Находясь на этой площадке посреди Иерусалима, можно без труда представить себе Эльзу Ласкер-Шюлер. Вот она поиграла со старинным фарфором и серебряными побрякушками в антикварной лавке, после чего вышла на улицу, заслонив ладонью глаза от безжалостного иерусалимского света и, устроившись на ступеньках у одного из близлежащих домов, погрузилась в полудрему. Представим себе, что мы устроились рядом и погрузились в такую же магическую полудрему.
Находясь рядом с Ласкер-Шюлер, никогда нельзя было знать, кем именно она себя ощущает в ту или иную минуту. Царем Давидом, Буддой, Иисусом? Давно умершим братом или не так давно умершим сыном? Рано умершей матушкой, с обожаемым образом которой Эльза не хотела расставаться до конца жизни? А возможно, с одним из ушедших в мир иной или исчезнувших с ее глаз в этом мире возлюбленных. Или с Иосифом из Фив (он же библейский Иосиф Прекрасный). Или с его спутницей — Тино из Багдада.
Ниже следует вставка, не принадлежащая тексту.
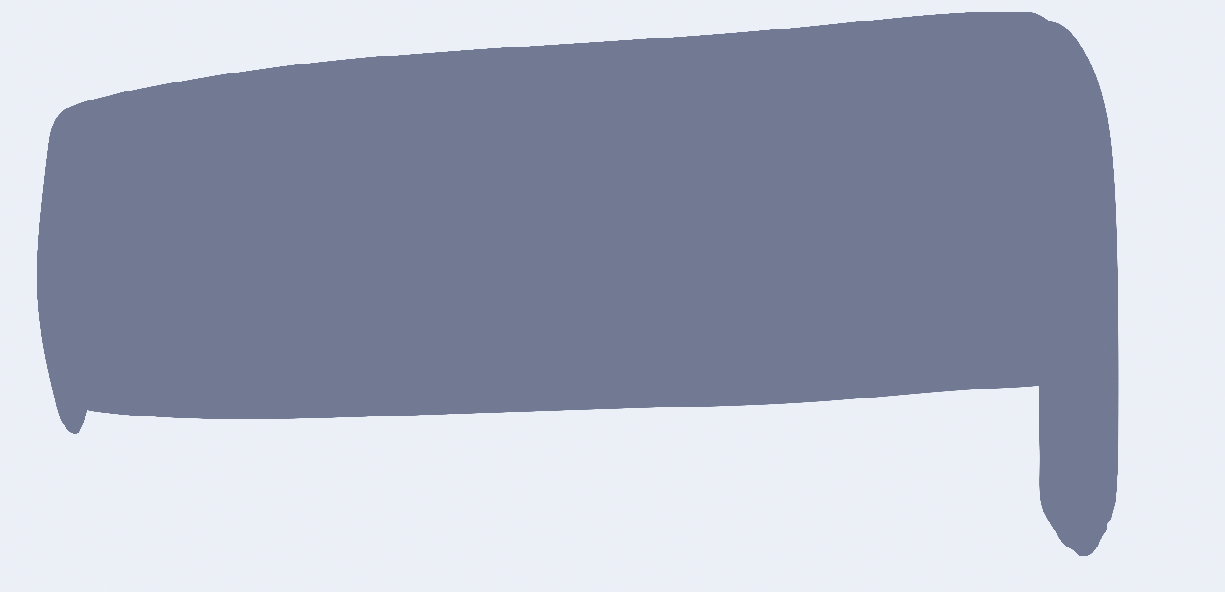
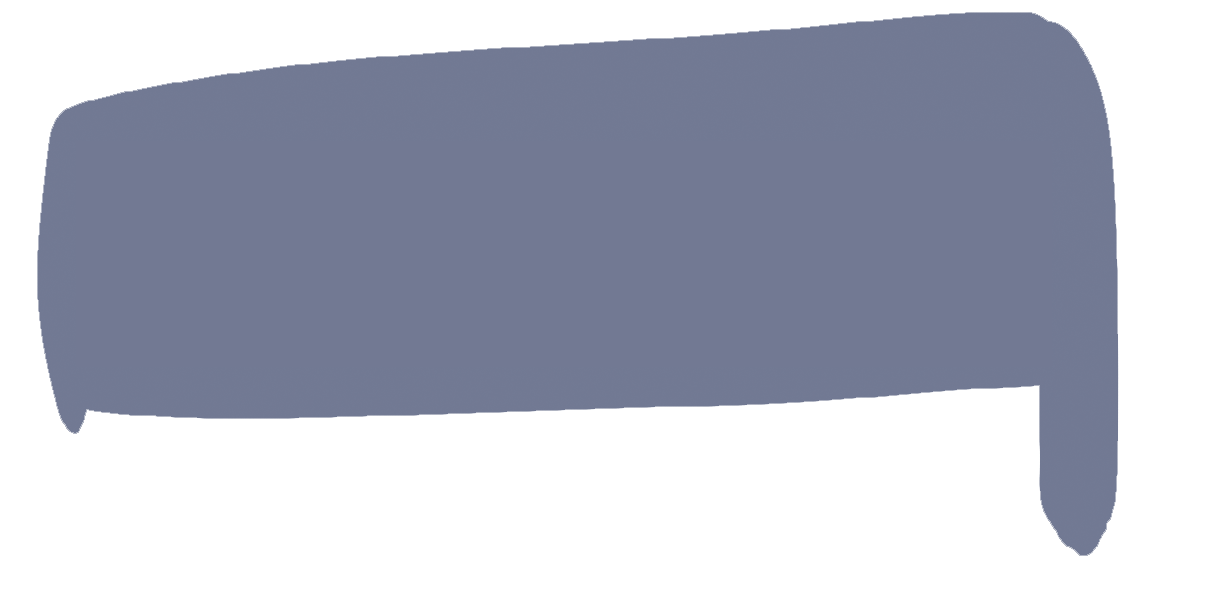
Layers edited between the first and the second 1225 x 592 image:
painted on "图层 1" over (0, 0, 1225, 592)
renamed "背景" to "图层 0", painted on it over (0, 0, 1225, 592)
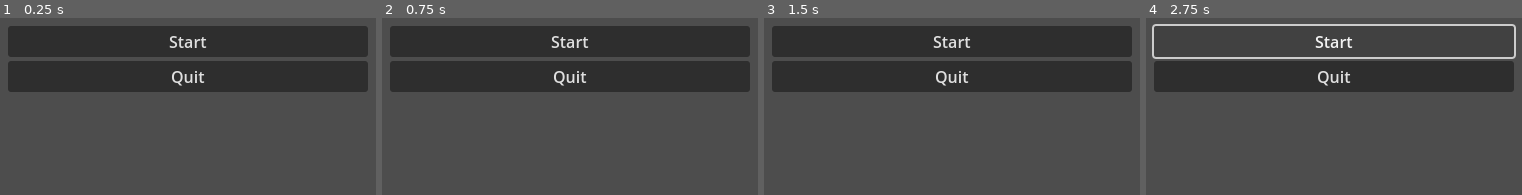
Above: before the commit, frames 1-4 (left to right).
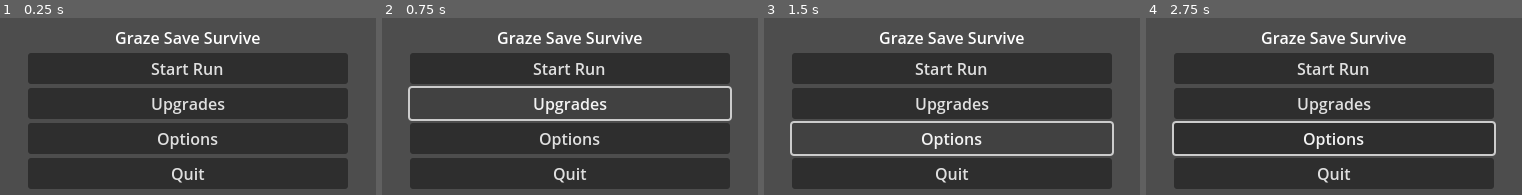
Above: after the commit, the same moments.

Repository: holiday-pettijohn/GrazeSaveSurvive
Game: Godot game, scene res://menu.tscn
The game is run twice, just before and just after one commit, with the same random seed, the same clock (stepped at 60 frames per second) and the same inputs. The project has no main scene, so this scene is started directly.
Inputs (mouse positions are in pixels of both pictures, inside the frame that each line leads up to):
- Up to frame 1 (0.25 s): no input
- Up to frame 2 (0.75 s): click (570, 102) at 0.5 s, where only the run after the commit has a clickable "Upgrades"
- Up to frame 3 (1.5 s): click (952, 138) at 1.25 s, where only the run after the commit has a clickable "Options"
- Up to frame 4 (2.75 s): click (1334, 41) at 2 s, where only the run before the commit has a clickable "Start"

The runs differ from the first frame. In frame 1, 64% of the frame differs, in the area x 2-98%, y 4-97%; in frame 2, 53%; in frame 3, 52%; in frame 4, 54%.

Commit message:
Add upgrades and options buttons

Diff:
--- a/menu.tscn
+++ b/menu.tscn
@@ -5,23 +5,36 @@
 [node name="MarginContainer" type="MarginContainer"]
 offset_right = 400.0
 offset_bottom = 400.0
-theme_override_constants/margin_left = 20
+theme_override_constants/margin_left = 40
 theme_override_constants/margin_top = 20
-theme_override_constants/margin_right = 20
+theme_override_constants/margin_right = 40
 theme_override_constants/margin_bottom = 20
 metadata/_edit_use_anchors_ = true
 
 [node name="VBoxContainer" type="VBoxContainer" parent="."]
 layout_mode = 2
 
-[node name="Button" type="Button" parent="VBoxContainer"]
+[node name="Label" type="Label" parent="VBoxContainer"]
 layout_mode = 2
-text = "Start
+text = "Graze Save Survive"
+horizontal_alignment = 1
+
+[node name="Start Run Button" type="Button" parent="VBoxContainer"]
+layout_mode = 2
+text = "Start Run
 "
 
-[node name="Button2" type="Button" parent="VBoxContainer"]
+[node name="Upgrades Button" type="Button" parent="VBoxContainer"]
+layout_mode = 2
+text = "Upgrades"
+
+[node name="Options Button" type="Button" parent="VBoxContainer"]
+layout_mode = 2
+text = "Options"
+
+[node name="Quit Button" type="Button" parent="VBoxContainer"]
 layout_mode = 2
 text = "Quit"
 script = ExtResource("1_8vvve")
 
-[connection signal="pressed" from="VBoxContainer/Button2" to="VBoxContainer/Button2" method="_on_pressed"]
+[connection signal="pressed" from="VBoxContainer/Quit Button" to="VBoxContainer/Quit Button" method="_on_pressed"]

Эльза писала стихи от имени двух последних, обуявших ее персонажей, когда, в самом начале страшного, но казавшегося в то время прекрасным XX века, разгуливала в невероятных ориентальных одеждах собственного изготовления по улицам буржуазного Берлина, по его модным богемным кафе, в которых собирались берлинские интеллектуалы.
Ах, «Романское кафе»! Ах, «Новый клуб!» Ах, «Неопатетическое кабаре», с придыханием внимавшее ее стихам! Ах, мужья — Бертольд Ласкер и Герварт Вальден, — носившие на руках это, похожее на эльфа, крохотное создание с огромными пламенеющими глазами, ставшее осью, вокруг которой вращался особый мир немецкого экспрессионизма. Или, скажем по-нашему, — мир немецкого авангарда, поэтического, театрального, художественного, музыкального. И — ах! — знаменитые имена немецких и не наделенных арийской кровью, но живших и творивших в Берлине начала XX века драматургов, художников, режиссеров, танцоров, актеров, знакомые нам по воспоминаниям очарованных современников! И уж конечно — ах! — страстно влюбленный в нее и такой понимающий друг Петер Халле, памяти которого она посвятила целую книгу.
Но то было еще перед первой мировой войной, когда мир был един, когда ее друзья-немцы, католики и протестанты, праздновали вместе с ней еврейские праздники, а она вместе с ними — христианские. Когда в ее книге «Мое сердце» Иисус, Будда, Гёте, Ницше, Гейне и, разумеется, возлюбленный Петер Халле — признанная звезда тогдашней берлинской художественной сцены — становятся взаимозаменяемыми. Однако те незабываемые времена прошли безвозвратно. И хотя время Эльзы двигалось прихотливо, убегая назад и выпрыгивая вперед по собственным законам, даже она не могла не заметить, как изменился вокруг мир.